← Back to Papers

Semi-Supervised Psychometric Scoring of Document Collections

Burak Suyunu, Gonul Ayci, Mine Ö\ugretir, Ali Taylan Cemgil, Suzan Uskudarli, Hamza Zeytinoglu, Bulent Ozel, Arman Boyacı

International Conference on Data Mining Workshops ({ICDMW})

Abstract

We describe a generic computational approach that can be used in developing methods for psychometric profiling. Our approach is based on semi-supervised analysis of document collections using topic modeling. The method depends on a supervisor providing a set of seed documents, grouped by abstract themes, such as Schwartz values or personality traits; and possibly a separate background document corpus.
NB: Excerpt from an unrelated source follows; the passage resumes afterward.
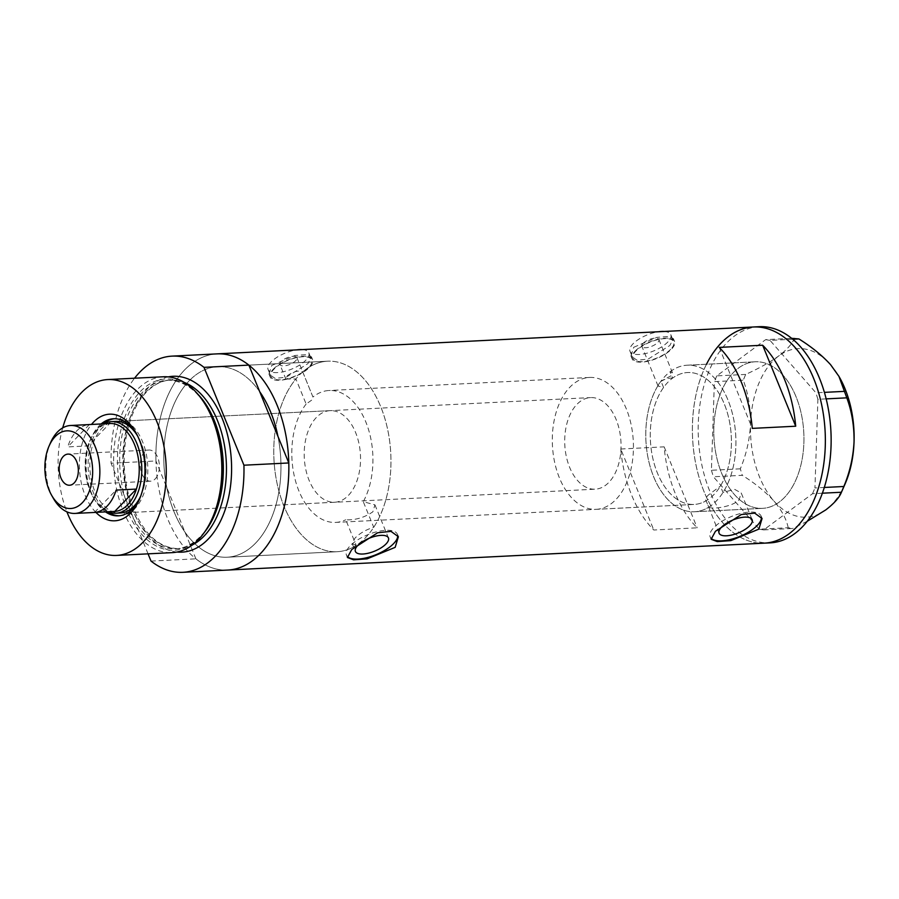 <?xml version="1.0" encoding="UTF-8"?>
<svg xmlns="http://www.w3.org/2000/svg" width="899" height="899" viewBox="0 0 899 899"><rect width="100%" height="100%" fill="white"/><g stroke="black" fill="none" stroke-linecap="round" stroke-linejoin="round"><path stroke-width="0.67" stroke-dasharray="4.5 3.37" d="M596.172 509.34A66.032 40.489 -92.9 0 0 615.815 499.63A66.032 40.489 -92.9 0 0 631.098 424.497A66.032 40.489 -92.9 0 0 589.564 377.445A66.032 40.489 -92.9 0 0 569.921 387.154A66.032 40.489 -92.9 0 0 554.649 462.3A66.032 40.489 -92.9 0 0 596.172 509.34L694.152 504.429A66.032 40.489 -92.9 0 0 713.795 494.72A66.032 40.489 -92.9 0 0 729.078 419.586A66.032 40.489 -92.9 0 0 687.544 372.534A66.032 40.489 -92.9 0 0 667.901 382.244A66.032 40.489 -92.9 0 0 652.618 457.389A66.032 40.489 -92.9 0 0 694.152 504.429A66.032 40.489 87.1 0 0 706.153 500.777L708.76 507.16A73.37 44.984 87.1 0 1 694.522 511.767A73.37 44.984 87.1 0 1 649.381 463.76A73.37 44.984 87.1 0 1 660.99 381.165L671.137 375.715L672.486 372.827L670.092 371.77L672.666 378.074A66.032 40.489 87.1 0 1 687.544 372.534A66.032 40.489 87.1 0 1 727.403 412.922A66.032 40.489 87.1 0 1 720.391 486.089L722.998 492.472L734.539 489.314L741.214 492.967L752.137 519.723M672.666 378.074C667.743 378.007 663.26 379.535 659.214 382.682L658.057 386.031L663.563 387.469L660.99 381.165M285.871 379.108L295.895 378.94L306.132 404.022L311.728 400.1L312.942 396.998L302.705 371.916C298.67 370.141 293.445 371.444 287.062 375.838L285.871 379.108L279.937 364.567A9.17 3.596 -22.2 0 1 281.196 361.465A9.17 3.596 -22.2 0 1 290.186 356.746A9.17 3.596 -22.2 0 1 296.917 357.633A9.17 3.596 -22.2 0 1 295.67 360.735A9.17 3.596 -22.2 0 1 286.669 365.443A9.17 3.596 -22.2 0 1 279.937 364.567M296.917 357.633L312.942 396.998A66.032 40.489 -92.9 0 1 329.056 390.503A66.032 40.489 -92.9 0 1 368.466 429.362A66.032 40.489 -92.9 0 1 363.275 501.687L374.939 504.856L372.871 511.812C364.443 517.588 355.408 520.24 345.755 519.768L356.206 545.378A95.384 58.48 -92.9 0 1 337.136 551.716A95.384 58.48 87.1 0 1 277.15 483.763A95.384 58.48 87.1 0 1 299.21 375.22A95.384 58.48 87.1 0 1 327.584 361.196A95.384 58.48 -92.9 0 0 302.705 371.916M719.088 533.208L706.153 500.777C704.805 499.822 705.546 497.9 708.401 494.989L720.391 486.089M643.156 343.317A9.17 3.596 -22.2 0 1 652.146 338.608A9.17 3.596 -22.2 0 1 658.877 339.485A9.17 3.596 -22.2 0 1 657.63 342.598A9.17 3.596 -22.2 0 1 648.629 347.306A9.17 3.596 -22.2 0 1 641.897 346.418A9.17 3.596 -22.2 0 1 643.156 343.317M664.215 331.461A22.014 8.63 -22.2 0 1 670.766 334.642A22.014 8.63 -22.2 0 1 667.755 342.081A22.014 8.63 -22.2 0 1 646.167 353.397A22.014 8.63 -22.2 0 1 630.008 351.273A22.014 8.63 -22.2 0 1 633.02 343.823A22.014 8.63 -22.2 0 1 658.574 331.742M670.688 349.273A22.014 8.63 -22.2 0 1 649.1 360.578A22.014 8.63 -22.2 0 1 632.941 358.454A22.014 8.63 -22.2 0 1 635.953 351.015A22.014 8.63 -22.2 0 1 657.54 339.71A22.014 8.63 -22.2 0 1 673.699 341.822A22.014 8.63 -22.2 0 1 670.688 349.273M302.255 349.61A22.014 8.63 -22.2 0 1 308.807 352.779A22.014 8.63 -22.2 0 1 305.795 360.229A22.014 8.63 -22.2 0 1 284.208 371.534A22.014 8.63 -22.2 0 1 268.048 369.41A22.014 8.63 -22.2 0 1 271.06 361.971A22.014 8.63 -22.2 0 1 296.614 349.891M308.728 367.41A22.014 8.63 -22.2 0 1 287.141 378.726A22.014 8.63 -22.2 0 1 270.981 376.602A22.014 8.63 -22.2 0 1 273.993 369.152A22.014 8.63 -22.2 0 1 295.58 357.847A22.014 8.63 -22.2 0 1 311.739 359.971A22.014 8.63 -22.2 0 1 308.728 367.41M633.705 347.295L656.922 337.35L668.159 336.507L673.396 338.653L669.879 345.486L648.157 359.083L637.031 360.229L630.941 355.982L633.705 347.295M635.233 351.048A22.924 8.99 -22.2 0 1 657.72 339.271A22.924 8.99 -22.2 0 1 674.553 341.474A22.924 8.99 -22.2 0 1 671.407 349.239A22.924 8.99 -22.2 0 1 648.921 361.016A22.924 8.99 -22.2 0 1 632.098 358.802A22.924 8.99 -22.2 0 1 635.233 351.048M271.745 365.443L294.962 355.487L306.199 354.656L311.436 356.802L307.919 363.634L286.197 377.22L275.072 378.367L268.981 374.119L271.745 365.443M273.274 369.197A22.924 8.99 -22.2 0 1 295.76 357.409A22.924 8.99 -22.2 0 1 312.594 359.622A22.924 8.99 -22.2 0 1 309.458 367.376A22.924 8.99 -22.2 0 1 286.961 379.153A22.924 8.99 -22.2 0 1 270.138 376.951A22.924 8.99 -22.2 0 1 273.274 369.197M356.206 545.378L352.206 543.614L354.903 538.22C359.701 533.309 365.972 529.668 373.726 527.297L363.275 501.687M708.76 507.16C711.693 509.542 732.359 507.047 739.113 499.822L741.214 492.967M761.374 517.172A27.509 10.799 157.8 0 0 761.093 516.071A27.509 10.799 157.8 0 0 740.888 513.419A27.509 10.799 157.8 0 0 713.907 527.556A27.509 10.799 157.8 0 0 710.143 536.86A27.509 10.799 157.8 0 0 710.974 538.175M397.684 535.411A27.509 10.799 157.8 0 0 397.392 534.298A27.509 10.799 157.8 0 0 377.198 531.646A27.509 10.799 157.8 0 0 350.205 545.783A27.509 10.799 157.8 0 0 346.441 555.088A27.509 10.799 157.8 0 0 347.284 556.402M373.726 527.297A95.384 58.48 -92.9 0 0 385.57 420.946A95.384 58.48 -92.9 0 0 327.584 361.196A95.384 58.48 87.1 0 1 387.581 429.149A95.384 58.48 87.1 0 1 365.511 537.681A95.384 58.48 87.1 0 1 337.136 551.716L227.144 557.223A95.384 58.48 -92.9 0 0 255.518 543.198A95.384 58.48 -92.9 0 0 277.937 436.341A95.384 58.48 87.1 0 1 255.518 543.198A95.384 58.48 87.1 0 1 227.144 557.223A95.384 58.48 87.1 0 1 185.014 532.208A95.384 58.48 87.1 0 1 166.809 487.584A95.384 58.48 87.1 0 1 189.228 380.738A95.384 58.48 -92.9 0 0 167.158 489.27A95.384 58.48 -92.9 0 0 227.144 557.223L337.136 551.716A95.384 58.48 -92.9 0 1 277.87 486.966A95.384 58.48 -92.9 0 1 295.895 378.94M259.732 391.728A95.384 58.48 -92.9 0 0 217.603 366.702A95.384 58.48 -92.9 0 0 189.228 380.738A95.384 58.48 87.1 0 1 217.603 366.702A95.384 58.48 87.1 0 1 259.732 391.728M670.092 371.77A73.37 44.984 87.1 0 1 687.173 365.208A73.37 44.984 87.1 0 1 731.674 410.821A73.37 44.984 87.1 0 1 722.998 492.472M733.37 372.591A73.37 44.984 87.1 0 1 755.194 361.791A73.37 44.984 87.1 0 1 801.346 414.068A73.37 44.984 87.1 0 1 784.366 497.563A73.37 44.984 87.1 0 1 762.543 508.351A73.37 44.984 87.1 0 1 716.402 456.074A73.37 44.984 87.1 0 1 733.37 372.591M620.737 449.017L664.147 446.837A108.217 66.346 -92.9 0 0 697.197 527.825L653.787 530.005A108.217 66.346 87.1 0 1 620.737 449.017L653.787 530.005M151.01 561.077L195.881 558.83A108.217 66.346 -92.9 0 0 227.795 570.056A108.217 66.346 87.1 0 1 159.719 492.944A108.217 66.346 87.1 0 1 184.756 369.804A108.217 66.346 87.1 0 1 216.951 353.88A108.217 66.346 -92.9 0 0 155.943 460.973L111.083 463.221A108.217 66.346 -92.9 0 1 134.569 378.209M706.49 364.241A108.217 66.346 -92.9 0 0 722.56 522.544A108.217 66.346 -92.9 0 0 764.285 543.153A108.217 66.346 87.1 0 1 696.219 466.053A108.217 66.346 87.1 0 1 721.256 342.912A108.217 66.346 87.1 0 1 753.452 326.989M306.132 404.022A66.032 40.489 -92.9 0 0 294.883 478.56A66.032 40.489 -92.9 0 0 335.675 522.409L694.152 504.429A66.032 40.489 87.1 0 1 653.64 461.659A66.032 40.489 87.1 0 1 663.563 387.469M335.675 522.409A66.032 40.489 -92.9 0 0 345.755 519.768M719.234 347.396L752.283 428.385M664.147 446.837L697.197 527.825M715.469 379.187A73.37 44.984 -92.9 0 0 687.173 365.208A73.37 44.984 -92.9 0 0 647.156 416.889A73.37 44.984 -92.9 0 0 666.238 497.788A73.37 44.984 -92.9 0 0 694.522 511.767A73.37 44.984 -92.9 0 0 734.55 460.074A73.37 44.984 -92.9 0 0 715.469 379.187M783.49 375.771A73.37 44.984 -92.9 0 0 755.194 361.791A73.37 44.984 -92.9 0 0 715.177 413.484A73.37 44.984 -92.9 0 0 734.258 494.371A73.37 44.984 -92.9 0 0 762.543 508.351A73.37 44.984 -92.9 0 0 802.571 456.67A73.37 44.984 -92.9 0 0 783.49 375.771M759.239 326.697A108.217 66.346 -92.9 0 0 700.209 402.943A108.217 66.346 -92.9 0 0 728.347 522.252A108.217 66.346 -92.9 0 0 770.083 542.872M822.36 493.203L812.55 493.697L763.678 529.927L792.57 528.477L788.209 527.735L759.307 529.185L713.39 476.773L742.293 475.324L740.315 468.829C746.271 454.68 749.676 439.757 750.53 424.058C750.755 408.618 748.339 393.987 743.282 380.176L745.664 374.422C758.812 368.478 769.87 362.297 778.837 355.869C787.074 349.565 792.311 343.665 794.547 338.193M740.315 468.829L711.412 470.278L714.379 381.626L743.282 380.176M745.664 374.422L716.773 375.872L765.645 339.642L791.671 338.327M792.772 339.238L770.016 340.384L815.921 392.796L824.417 392.369M826.17 398.875L817.899 399.291L814.944 487.943L824.293 487.472M807.223 521.274L792.57 528.477M788.209 527.735C786.456 519.161 781.714 510.272 773.983 501.091C765.611 491.899 755.048 483.314 742.293 475.324M845.049 484.033A84.371 51.726 87.1 0 1 825.743 509.924A84.371 51.726 87.1 0 1 773.983 501.091A84.371 51.726 87.1 0 1 750.53 424.058A84.371 51.726 87.1 0 1 778.837 355.869A84.371 51.726 87.1 0 1 830.597 364.702A84.371 51.726 87.1 0 1 839.722 377.737M711.412 470.278L713.39 476.773M759.307 529.185L763.678 529.927M812.55 493.697L814.944 487.943M817.899 399.291L815.921 392.796M770.016 340.384L765.645 339.642M716.773 375.872L714.379 381.626M139.896 498.237A48.602 29.802 -92.9 0 0 140.57 496.765A48.602 29.802 -92.9 0 0 137.502 435.532A48.602 29.802 -92.9 0 0 136.682 434.116M101.115 423.968A48.602 29.802 -92.9 0 0 99.047 425.901A48.602 29.802 -92.9 0 0 86.304 470.784A48.602 29.802 -92.9 0 0 105.52 511.902M140.738 496.023A45.86 28.116 -92.9 0 0 137.738 436.24M330.068 410.652A45.86 28.116 -92.9 0 0 316.426 417.406A45.86 28.116 -92.9 0 0 305.817 469.581A45.86 28.116 -92.9 0 0 334.664 502.249A45.86 28.116 -92.9 0 0 348.306 495.506A45.86 28.116 -92.9 0 0 358.915 443.331A45.86 28.116 -92.9 0 0 330.068 410.652L115.668 421.406A45.86 28.116 -92.9 0 0 102.025 428.149A45.86 28.116 -92.9 0 0 91.417 480.324A45.86 28.116 -92.9 0 0 120.264 513.003L595.172 489.191A45.86 28.116 -92.9 0 0 608.803 482.448A45.86 28.116 -92.9 0 0 619.422 430.273A45.86 28.116 -92.9 0 0 590.576 397.594A45.86 28.116 -92.9 0 0 576.933 404.348A45.86 28.116 -92.9 0 0 566.325 456.523A45.86 28.116 -92.9 0 0 595.172 489.191M119.387 515.768A48.602 29.802 -92.9 0 0 120.399 515.745A48.602 29.802 -92.9 0 0 134.861 508.598A48.602 29.802 -92.9 0 0 146.11 453.287A48.602 29.802 -92.9 0 0 115.533 418.653A48.602 29.802 -92.9 0 0 114.521 418.732M103.149 423.867A48.602 29.802 -92.9 0 0 101.07 425.8A48.602 29.802 -92.9 0 0 88.327 470.683A48.602 29.802 -92.9 0 0 107.554 511.801M204.815 531.826A85.731 52.558 87.1 0 1 199.915 537.602A85.731 52.558 87.1 0 1 126.68 509.396A85.731 52.558 87.1 0 1 140.323 391.571A85.731 52.558 87.1 0 1 197.915 394.212M163.337 376.771A88.046 53.974 -92.9 0 0 137.142 389.728A88.046 53.974 -92.9 0 0 116.769 489.91A88.046 53.974 -92.9 0 0 172.147 552.638M62.705 427.879A88.046 53.974 -92.9 0 0 66.908 511.846M195.881 558.83L155.943 460.973M148.065 553.851L111.083 463.221M95.901 512.385A53.378 32.724 87.1 0 1 91.496 424.452M53.288 498.237A44.017 26.992 87.1 0 1 50.501 442.78M155.224 478.886A15.586 9.563 -92.9 0 0 158.831 461.142A15.586 9.563 -92.9 0 0 149.032 450.028A15.586 9.563 -92.9 0 0 144.391 452.332A15.586 9.563 -92.9 0 0 140.783 470.065A15.586 9.563 -92.9 0 0 150.583 481.179A15.586 9.563 -92.9 0 0 155.224 478.886M109.97 423.519A44.017 26.992 -92.9 0 0 109.644 423.541L89.383 424.564A44.017 26.992 -92.9 0 0 76.617 431.014A44.017 26.992 -92.9 0 0 67.706 446.915L87.967 445.904A44.017 26.992 -92.9 0 0 92.653 496.27A44.017 26.992 -92.9 0 0 114.049 511.475M96.878 430.003A44.017 26.992 -92.9 0 0 89.866 440.813A44.017 26.992 -92.9 0 0 87.967 445.904L109.644 423.541A44.017 26.992 -92.9 0 0 96.878 430.003M107.97 511.778A45.86 28.116 87.1 0 1 93.282 497.394A45.86 28.116 87.1 0 1 90.383 439.622A45.86 28.116 87.1 0 1 97.688 428.362A45.86 28.116 87.1 0 1 103.565 423.845M89.383 424.564L67.706 446.915M94.451 512.452L116.128 490.101M205.242 531.253A84.371 51.726 87.1 0 1 200.837 536.377A84.371 51.726 87.1 0 1 175.743 548.783A84.371 51.726 87.1 0 1 122.669 488.674A84.371 51.726 87.1 0 1 142.188 392.661A84.371 51.726 87.1 0 1 167.293 380.243A84.371 51.726 87.1 0 1 198.398 394.74M177.013 552.031A88.046 53.974 87.1 0 1 125.77 485.572A88.046 53.974 87.1 0 1 146.908 389.233A88.046 53.974 87.1 0 1 168.237 376.895M184.362 382.468A84.371 51.726 -92.9 0 0 170.394 380.097A84.371 51.726 -92.9 0 0 145.29 392.503A84.371 51.726 -92.9 0 0 125.77 488.517A84.371 51.726 -92.9 0 0 178.834 548.626A84.371 51.726 -92.9 0 0 192.51 544.861M589.564 377.445L329.056 390.503M672.486 372.827L658.877 339.485M630.008 351.273L632.941 358.454M268.048 369.41L270.981 376.602M674.553 341.474L673.396 338.653M312.594 359.622L311.436 356.802M374.939 504.856L388.447 537.95M761.093 516.071L762.071 518.487M397.392 534.298L398.381 536.714M327.584 361.196L217.603 366.702L327.584 361.196M687.173 365.208L755.194 361.791L687.173 365.208M694.522 511.767L762.543 508.351L694.522 511.767M346.441 555.088L347.43 557.504M710.143 536.86L711.131 539.276M352.206 543.614L355.397 551.435M270.138 376.951L268.981 374.119M632.098 358.802L630.941 355.982M308.807 352.779L311.739 359.971M670.766 334.642L673.699 341.822M658.057 386.031L641.897 346.418M137.502 435.532L135.861 432.599M140.57 496.765L139.233 499.844M115.533 418.653L113.51 418.754M167.293 380.243C187.397 380.333 203.275 394.886 214.94 423.901C229.593 461.76 222.446 515.026 200.162 536.658C192.678 544.266 184.542 548.311 175.743 548.783L178.834 548.626C156.437 548.199 139.716 530.219 128.647 494.708C118.263 457.715 126.669 411.472 146.649 391.93C154.021 384.469 161.932 380.524 170.394 380.097L167.293 380.243M120.399 515.745L118.376 515.846M334.664 502.249L120.264 513.003M149.032 450.028L67.976 454.096M92.653 496.27L93.282 497.394M89.866 440.813L90.383 439.622M115.668 421.406L590.576 397.594M150.583 481.179L69.538 485.235"/><path stroke-width="1.35" d="M385.997 543.985A17.845 7.001 157.8 0 0 388.447 537.95A17.845 7.001 157.8 0 0 375.344 536.231A17.845 7.001 157.8 0 0 357.836 545.401A17.845 7.001 157.8 0 0 355.397 551.435A17.845 7.001 157.8 0 0 368.5 553.155A17.845 7.001 157.8 0 0 385.997 543.985M749.699 525.758A17.845 7.001 157.8 0 0 752.137 519.723A17.845 7.001 157.8 0 0 739.034 518.004A17.845 7.001 157.8 0 0 721.537 527.174A17.845 7.001 157.8 0 0 719.088 533.208A17.845 7.001 157.8 0 0 732.191 534.927A17.845 7.001 157.8 0 0 749.699 525.758M758.857 529.129L762.071 518.487L754.666 513.127L741.327 514.531L715.435 531.298L711.131 539.276L717.29 541.58L730.797 540.625L758.857 529.129M710.974 538.175A27.509 10.799 157.8 0 0 732.146 539.04A27.509 10.799 157.8 0 0 757.329 525.376A27.509 10.799 157.8 0 0 761.374 517.172M395.155 547.356L398.381 536.714L390.975 531.365L377.636 532.77L351.745 549.536L347.43 557.504L353.588 559.819L367.107 558.852L395.155 547.356M347.284 556.402A27.509 10.799 157.8 0 0 368.444 557.268A27.509 10.799 157.8 0 0 393.627 543.603A27.509 10.799 157.8 0 0 397.684 535.411M248.866 365.106L204.006 367.354A108.217 66.346 -92.9 0 0 172.091 356.128L216.951 353.88A108.217 66.346 -92.9 0 1 248.866 365.106L259.732 391.728A95.384 58.48 87.1 0 1 277.937 436.341A95.384 58.48 -92.9 0 0 259.732 391.728L288.804 462.963L243.932 465.21A108.217 66.346 -92.9 0 1 215.119 556.38A108.217 66.346 -92.9 0 1 182.924 572.303L227.795 570.056A108.217 66.346 -92.9 0 0 259.98 554.132A108.217 66.346 87.1 0 1 227.795 570.056L764.285 543.153A108.217 66.346 -92.9 0 0 823.327 466.918A108.217 66.346 -92.9 0 0 795.177 347.61A108.217 66.346 -92.9 0 0 753.452 326.989A108.217 66.346 87.1 0 1 821.517 404.089A108.217 66.346 87.1 0 1 796.48 527.241A108.217 66.346 87.1 0 1 764.285 543.153L770.083 542.872A108.217 66.346 -92.9 0 0 829.114 466.626A108.217 66.346 -92.9 0 0 800.964 347.317A108.217 66.346 -92.9 0 0 759.239 326.697L753.452 326.989A108.217 66.346 -92.9 0 0 706.49 364.241M753.452 326.989L216.951 353.88A108.217 66.346 87.1 0 1 285.017 430.981A108.217 66.346 87.1 0 1 259.98 554.132A108.217 66.346 -92.9 0 0 288.804 462.963M719.234 347.396A108.217 66.346 87.1 0 1 752.283 428.385L795.705 426.216A108.217 66.346 -92.9 0 0 762.655 345.227L719.234 347.396M762.655 345.227L795.705 426.216M296.614 349.891A22.014 8.63 -22.2 0 1 302.255 349.61M658.574 331.742A22.014 8.63 -22.2 0 1 664.215 331.461M791.671 338.327L798.908 338.934C811.707 346.958 822.27 355.543 830.597 364.702L838.936 376.355L846.802 397.841C851.836 411.439 854.252 426.07 854.05 441.735C853.241 457.209 849.836 472.132 843.835 486.494L841.453 492.247C839.295 497.641 834.058 503.53 825.743 509.924L807.223 521.274M798.908 338.934L792.772 339.238M824.417 392.369L844.824 391.346M846.802 397.841L826.17 398.875M824.293 487.472L843.835 486.494M841.453 492.247L822.36 493.203M838.936 376.355L839.722 377.737A84.371 51.726 87.1 0 1 854.05 441.735A84.371 51.726 87.1 0 1 845.049 484.033L841.936 491.146M91.496 424.452A53.378 32.724 87.1 0 1 93.631 422.036A53.378 32.724 87.1 0 1 135.861 432.599A53.378 32.724 87.1 0 1 139.233 499.844A53.378 32.724 87.1 0 1 130.726 512.947A53.378 32.724 87.1 0 1 95.901 512.385M105.52 511.902A48.602 29.802 -92.9 0 0 118.376 515.846A48.602 29.802 -92.9 0 0 132.838 508.699A48.602 29.802 -92.9 0 0 139.896 498.237M136.682 434.116A48.602 29.802 -92.9 0 0 113.51 418.754A48.602 29.802 -92.9 0 0 101.115 423.968M103.565 423.845A45.86 28.116 87.1 0 1 111.33 421.62A45.86 28.116 87.1 0 1 140.177 454.287A45.86 28.116 87.1 0 1 129.568 506.474A45.86 28.116 87.1 0 1 115.926 513.217L120.264 513.003A45.86 28.116 -92.9 0 0 133.906 506.249A45.86 28.116 -92.9 0 0 140.738 496.023M137.738 436.24A45.86 28.116 -92.9 0 0 115.668 421.406L111.33 421.62M114.521 418.732A48.602 29.802 -92.9 0 0 103.149 423.867M66.908 511.846A88.046 53.974 -92.9 0 0 116.589 555.425L172.147 552.638A88.046 53.974 -92.9 0 0 198.342 539.692A88.046 53.974 -92.9 0 0 203.376 533.759A88.046 53.974 -92.9 0 0 196.285 392.436A88.046 53.974 -92.9 0 0 163.337 376.771L107.768 379.558A88.046 53.974 -92.9 0 0 81.584 392.515A88.046 53.974 -92.9 0 0 62.705 427.879M196.285 392.436L197.915 394.212A85.731 52.558 87.1 0 1 204.815 531.826L203.376 533.759M116.589 555.425A88.046 53.974 -92.9 0 0 142.772 542.468A88.046 53.974 -92.9 0 0 163.146 442.286A88.046 53.974 -92.9 0 0 107.768 379.558M172.091 356.128A108.217 66.346 -92.9 0 0 134.569 378.209M148.065 553.851L151.01 561.077A108.217 66.346 -92.9 0 0 182.924 572.303M204.006 367.354L243.932 465.21M107.554 511.801A48.602 29.802 -92.9 0 0 119.387 515.768M55.244 436.554A38.882 23.846 -92.9 0 0 49.052 446.095A38.882 23.846 -92.9 0 0 51.513 495.091A38.882 23.846 -92.9 0 0 82.281 502.788A38.882 23.846 -92.9 0 0 88.462 449.343A38.882 23.846 -92.9 0 0 55.244 436.554M49.052 446.095L50.501 442.78A44.017 26.992 87.1 0 1 57.514 431.969A44.017 26.992 87.1 0 1 70.605 425.497A44.017 26.992 87.1 0 1 98.294 456.861A44.017 26.992 87.1 0 1 88.113 506.957A44.017 26.992 87.1 0 1 75.022 513.43A44.017 26.992 87.1 0 1 53.288 498.237L51.513 495.091M74.179 482.943A15.586 9.563 -92.9 0 0 77.786 465.199A15.586 9.563 -92.9 0 0 67.976 454.096A15.586 9.563 -92.9 0 0 63.346 456.389A15.586 9.563 -92.9 0 0 59.739 474.133A15.586 9.563 -92.9 0 0 69.538 485.235A15.586 9.563 -92.9 0 0 74.179 482.943M114.049 511.475A44.017 26.992 -92.9 0 0 114.387 511.452A44.017 26.992 -92.9 0 0 114.712 511.441A44.017 26.992 -92.9 0 0 127.478 504.98A44.017 26.992 -92.9 0 0 136.39 489.078A44.017 26.992 -92.9 0 0 134.58 444.713A44.017 26.992 -92.9 0 0 109.97 423.519L70.605 425.497M94.451 512.452L114.712 511.441L136.39 489.078L116.128 490.101A44.017 26.992 -92.9 0 1 107.217 506.002A44.017 26.992 -92.9 0 1 94.451 512.452M115.926 513.217A45.86 28.116 87.1 0 1 107.97 511.778M198.398 394.74A84.371 51.726 87.1 0 1 205.242 531.253M168.237 376.895A88.046 53.974 87.1 0 1 227.604 435.217A88.046 53.974 87.1 0 1 208.107 539.198A88.046 53.974 87.1 0 1 177.013 552.031M192.51 544.861A84.371 51.726 -92.9 0 0 203.938 536.22A84.371 51.726 -92.9 0 0 225.357 451.332A84.371 51.726 -92.9 0 0 184.362 382.468M75.022 513.43L114.387 511.452"/></g></svg>

Instead of casting the problem into a standard classification framework, we interpret the group labels as a guide for finding distinguishing features. During training, we train each group of documents associated with a theme separately by using nonnegative matrix factorization to obtain theme specific topic distributions. In the analysis, we decompose a new document using the model learned during training to arrive at the theme scores. We demonstrate our approach on two psychometric profiling theories (Schwartz and Big Five) and evaluate our Schwartz scores with leave-one-out cross-validation method and compare Big Five scores to independent surveys, which are much more costly to carry out.